Le Peintre Italien de Paris – così l’aristocrazia altoborghese della Belle Époque celebra il grande ritrattista emiliano – sfugge a ogni rigida categorizzazione artistica. Formatosi nella bottega del padre, un copista di provincia attratto dai maestri del Quattrocento, il giovane Boldini, soprannominato in famiglia “Zanin”, dialoga dapprima con il mondo intellettuale fiorentino dei Macchiaioli, stringendo importanti amicizie con artisti del calibro di Telemaco Signorini e Giovanni Fattori, per poi avvicinarsi, negli anni Settanta, all’universo impressionista francese e, in particolare, a Degas, l’amico di una vita.
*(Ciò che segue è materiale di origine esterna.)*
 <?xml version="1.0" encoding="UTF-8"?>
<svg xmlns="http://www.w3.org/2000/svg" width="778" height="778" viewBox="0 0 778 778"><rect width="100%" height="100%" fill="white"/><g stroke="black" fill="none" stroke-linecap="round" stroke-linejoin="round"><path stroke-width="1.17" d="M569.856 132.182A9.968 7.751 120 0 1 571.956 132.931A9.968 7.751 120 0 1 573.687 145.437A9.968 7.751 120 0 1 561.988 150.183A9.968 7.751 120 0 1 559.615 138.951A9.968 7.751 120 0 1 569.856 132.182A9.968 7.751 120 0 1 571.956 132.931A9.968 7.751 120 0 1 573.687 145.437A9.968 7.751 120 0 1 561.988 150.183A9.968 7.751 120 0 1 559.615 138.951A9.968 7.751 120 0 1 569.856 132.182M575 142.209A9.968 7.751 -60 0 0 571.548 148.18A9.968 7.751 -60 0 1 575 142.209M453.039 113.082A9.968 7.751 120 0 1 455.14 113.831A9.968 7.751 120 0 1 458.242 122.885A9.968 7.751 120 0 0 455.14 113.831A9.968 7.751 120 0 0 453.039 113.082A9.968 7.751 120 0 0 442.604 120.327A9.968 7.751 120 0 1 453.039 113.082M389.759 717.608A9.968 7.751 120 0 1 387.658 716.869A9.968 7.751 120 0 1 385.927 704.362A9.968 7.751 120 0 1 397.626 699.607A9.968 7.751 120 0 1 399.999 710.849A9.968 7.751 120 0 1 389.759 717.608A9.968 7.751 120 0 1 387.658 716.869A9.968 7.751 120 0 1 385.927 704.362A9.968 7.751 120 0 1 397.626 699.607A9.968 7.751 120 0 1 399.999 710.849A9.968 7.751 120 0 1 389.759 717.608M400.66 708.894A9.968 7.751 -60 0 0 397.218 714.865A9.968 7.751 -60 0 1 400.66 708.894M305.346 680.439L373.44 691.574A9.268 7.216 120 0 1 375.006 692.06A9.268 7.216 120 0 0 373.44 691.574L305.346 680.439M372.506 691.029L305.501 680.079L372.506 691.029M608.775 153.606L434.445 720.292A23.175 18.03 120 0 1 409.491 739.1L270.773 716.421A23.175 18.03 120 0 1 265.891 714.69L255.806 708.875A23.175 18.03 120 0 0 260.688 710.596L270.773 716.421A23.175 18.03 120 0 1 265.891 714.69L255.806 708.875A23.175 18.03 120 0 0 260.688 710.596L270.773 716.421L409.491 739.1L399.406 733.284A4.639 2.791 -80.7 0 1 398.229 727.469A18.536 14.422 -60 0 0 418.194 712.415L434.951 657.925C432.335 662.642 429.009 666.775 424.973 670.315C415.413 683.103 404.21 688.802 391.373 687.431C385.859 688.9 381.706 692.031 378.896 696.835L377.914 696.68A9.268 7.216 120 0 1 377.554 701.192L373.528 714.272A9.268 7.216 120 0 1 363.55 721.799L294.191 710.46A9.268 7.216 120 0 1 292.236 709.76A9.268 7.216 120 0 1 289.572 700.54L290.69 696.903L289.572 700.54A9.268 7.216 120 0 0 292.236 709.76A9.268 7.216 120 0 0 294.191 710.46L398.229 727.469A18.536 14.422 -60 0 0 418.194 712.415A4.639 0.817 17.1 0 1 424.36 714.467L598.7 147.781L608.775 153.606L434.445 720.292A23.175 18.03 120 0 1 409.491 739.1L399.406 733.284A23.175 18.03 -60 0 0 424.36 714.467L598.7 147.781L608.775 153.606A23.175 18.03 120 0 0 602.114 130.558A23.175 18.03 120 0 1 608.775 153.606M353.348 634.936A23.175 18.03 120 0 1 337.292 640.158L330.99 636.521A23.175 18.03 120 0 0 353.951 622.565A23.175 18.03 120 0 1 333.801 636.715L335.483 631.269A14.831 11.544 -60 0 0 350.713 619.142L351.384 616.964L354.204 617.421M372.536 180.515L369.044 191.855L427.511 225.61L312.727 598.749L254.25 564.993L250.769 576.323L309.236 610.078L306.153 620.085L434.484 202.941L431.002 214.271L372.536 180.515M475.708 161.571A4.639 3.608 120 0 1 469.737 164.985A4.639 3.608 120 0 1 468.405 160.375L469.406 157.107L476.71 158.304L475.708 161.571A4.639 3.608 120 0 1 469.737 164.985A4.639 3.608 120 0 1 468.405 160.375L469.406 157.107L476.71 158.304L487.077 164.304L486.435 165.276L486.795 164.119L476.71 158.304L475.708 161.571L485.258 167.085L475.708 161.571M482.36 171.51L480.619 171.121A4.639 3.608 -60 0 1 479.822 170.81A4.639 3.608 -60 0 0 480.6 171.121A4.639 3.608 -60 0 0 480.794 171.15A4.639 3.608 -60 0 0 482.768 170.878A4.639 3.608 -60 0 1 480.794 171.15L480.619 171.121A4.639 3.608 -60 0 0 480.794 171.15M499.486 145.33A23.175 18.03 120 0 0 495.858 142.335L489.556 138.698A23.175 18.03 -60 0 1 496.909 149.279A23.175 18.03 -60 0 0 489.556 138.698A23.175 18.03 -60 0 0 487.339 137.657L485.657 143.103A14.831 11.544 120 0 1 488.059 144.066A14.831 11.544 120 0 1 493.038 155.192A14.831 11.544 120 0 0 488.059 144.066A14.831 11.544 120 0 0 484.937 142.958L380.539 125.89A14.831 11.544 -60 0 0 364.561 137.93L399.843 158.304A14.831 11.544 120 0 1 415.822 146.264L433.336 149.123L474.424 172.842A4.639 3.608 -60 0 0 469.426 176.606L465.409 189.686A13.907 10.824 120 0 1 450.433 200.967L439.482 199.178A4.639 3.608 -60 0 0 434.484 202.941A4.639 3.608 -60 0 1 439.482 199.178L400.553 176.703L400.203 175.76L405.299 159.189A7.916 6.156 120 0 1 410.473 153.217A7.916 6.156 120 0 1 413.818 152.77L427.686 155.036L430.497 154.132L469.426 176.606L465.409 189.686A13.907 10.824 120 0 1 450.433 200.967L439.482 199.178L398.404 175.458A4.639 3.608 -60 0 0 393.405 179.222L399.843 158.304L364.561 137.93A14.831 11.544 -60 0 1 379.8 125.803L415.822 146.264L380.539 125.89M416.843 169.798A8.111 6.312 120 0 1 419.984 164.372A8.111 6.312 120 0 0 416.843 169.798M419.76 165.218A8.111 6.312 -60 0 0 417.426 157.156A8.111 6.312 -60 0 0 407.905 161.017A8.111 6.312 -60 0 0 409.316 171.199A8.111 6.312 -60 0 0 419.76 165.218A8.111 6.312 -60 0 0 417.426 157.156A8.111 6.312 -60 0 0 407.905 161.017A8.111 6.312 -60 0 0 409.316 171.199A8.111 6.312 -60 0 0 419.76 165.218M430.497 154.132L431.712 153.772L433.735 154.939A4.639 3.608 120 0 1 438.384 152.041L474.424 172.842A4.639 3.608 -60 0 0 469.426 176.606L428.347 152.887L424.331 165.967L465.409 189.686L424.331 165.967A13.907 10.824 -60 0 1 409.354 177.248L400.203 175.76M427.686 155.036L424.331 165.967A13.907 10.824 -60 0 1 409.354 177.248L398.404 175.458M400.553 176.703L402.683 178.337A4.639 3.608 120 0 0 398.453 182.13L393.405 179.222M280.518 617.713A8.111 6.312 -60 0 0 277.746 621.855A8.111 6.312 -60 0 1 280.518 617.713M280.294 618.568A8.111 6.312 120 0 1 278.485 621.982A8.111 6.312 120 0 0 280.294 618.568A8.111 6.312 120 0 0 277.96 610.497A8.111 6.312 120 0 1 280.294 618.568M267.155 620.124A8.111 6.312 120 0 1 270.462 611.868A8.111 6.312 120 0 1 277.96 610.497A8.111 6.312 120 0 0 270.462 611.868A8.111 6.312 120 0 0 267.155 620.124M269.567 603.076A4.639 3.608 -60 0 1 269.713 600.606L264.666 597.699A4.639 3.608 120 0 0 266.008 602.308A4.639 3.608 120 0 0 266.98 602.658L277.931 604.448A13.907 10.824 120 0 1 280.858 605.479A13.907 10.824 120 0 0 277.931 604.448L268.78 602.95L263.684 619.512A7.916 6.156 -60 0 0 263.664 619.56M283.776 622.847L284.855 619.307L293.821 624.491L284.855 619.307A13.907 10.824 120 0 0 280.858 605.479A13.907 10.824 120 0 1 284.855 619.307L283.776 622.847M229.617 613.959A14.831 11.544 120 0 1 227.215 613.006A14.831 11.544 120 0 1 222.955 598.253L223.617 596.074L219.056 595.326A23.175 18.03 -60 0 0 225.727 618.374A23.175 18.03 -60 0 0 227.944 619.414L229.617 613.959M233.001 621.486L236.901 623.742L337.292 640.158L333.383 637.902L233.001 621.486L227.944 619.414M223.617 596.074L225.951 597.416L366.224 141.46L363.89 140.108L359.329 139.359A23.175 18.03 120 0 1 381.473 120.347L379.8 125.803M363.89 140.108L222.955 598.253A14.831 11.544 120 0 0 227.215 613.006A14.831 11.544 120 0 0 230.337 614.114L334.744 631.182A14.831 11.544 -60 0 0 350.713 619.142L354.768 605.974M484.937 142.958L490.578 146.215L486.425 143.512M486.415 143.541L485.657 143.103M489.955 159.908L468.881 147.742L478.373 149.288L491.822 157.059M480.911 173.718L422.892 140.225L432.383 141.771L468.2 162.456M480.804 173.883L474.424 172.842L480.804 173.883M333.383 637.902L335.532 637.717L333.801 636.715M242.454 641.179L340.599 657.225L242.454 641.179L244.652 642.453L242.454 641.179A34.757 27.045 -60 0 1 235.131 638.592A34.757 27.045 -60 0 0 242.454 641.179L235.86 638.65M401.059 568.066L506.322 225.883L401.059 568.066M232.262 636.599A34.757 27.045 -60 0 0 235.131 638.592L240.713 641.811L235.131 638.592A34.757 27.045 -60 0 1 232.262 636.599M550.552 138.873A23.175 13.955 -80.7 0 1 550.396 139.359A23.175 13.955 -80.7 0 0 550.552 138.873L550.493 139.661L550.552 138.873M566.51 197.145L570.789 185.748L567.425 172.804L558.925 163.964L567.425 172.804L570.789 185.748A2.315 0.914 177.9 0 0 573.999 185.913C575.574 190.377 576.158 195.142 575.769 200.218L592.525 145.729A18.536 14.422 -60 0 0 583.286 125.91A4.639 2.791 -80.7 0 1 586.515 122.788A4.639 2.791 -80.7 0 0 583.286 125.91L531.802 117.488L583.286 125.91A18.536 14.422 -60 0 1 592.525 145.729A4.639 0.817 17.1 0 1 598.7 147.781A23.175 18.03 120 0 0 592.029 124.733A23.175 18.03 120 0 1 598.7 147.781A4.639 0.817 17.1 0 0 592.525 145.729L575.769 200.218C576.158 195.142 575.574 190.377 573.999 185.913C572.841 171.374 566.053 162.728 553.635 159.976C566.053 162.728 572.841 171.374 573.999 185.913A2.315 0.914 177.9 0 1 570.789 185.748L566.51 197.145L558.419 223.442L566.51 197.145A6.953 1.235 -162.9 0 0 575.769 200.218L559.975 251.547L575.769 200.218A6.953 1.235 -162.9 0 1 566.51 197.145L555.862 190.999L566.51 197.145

Tuttavia, la distanza tra le due correnti artistiche e Boldini appare fin da subito abissale: ai dipinti statici e ritmicamente bilanciati dei Macchiaioli Boldini preferisce composizioni elettrizzanti, intense, dinamiche fino al nervosismo, operando in una direzione che sembra anticipare di quasi trent’anni la sensibilità futurista. Inoltre, la pittura en plein air alla Renoir o alla Monet non diventerà mai un linguaggio confacente a “Zanin”: sulle poltrone stile Impero del suo sontuoso atelier, arredato come i boudoirs borghesi del tempo, sfilano decine di nobili, ballerine e esponenti illustri dell’alta società parigina. Giacomo Puccini, Giuseppe Verdi, Vittorio Emanuele II e Robert de Montesquiou, a cui si ispirerà lo scrittore Huysmans per il personaggio di Des Esseintes nel romanzo Controcorrente, sono solo alcune delle personalità che varcano la soglia dello studio del pittore al n. 11 di place Pigalle.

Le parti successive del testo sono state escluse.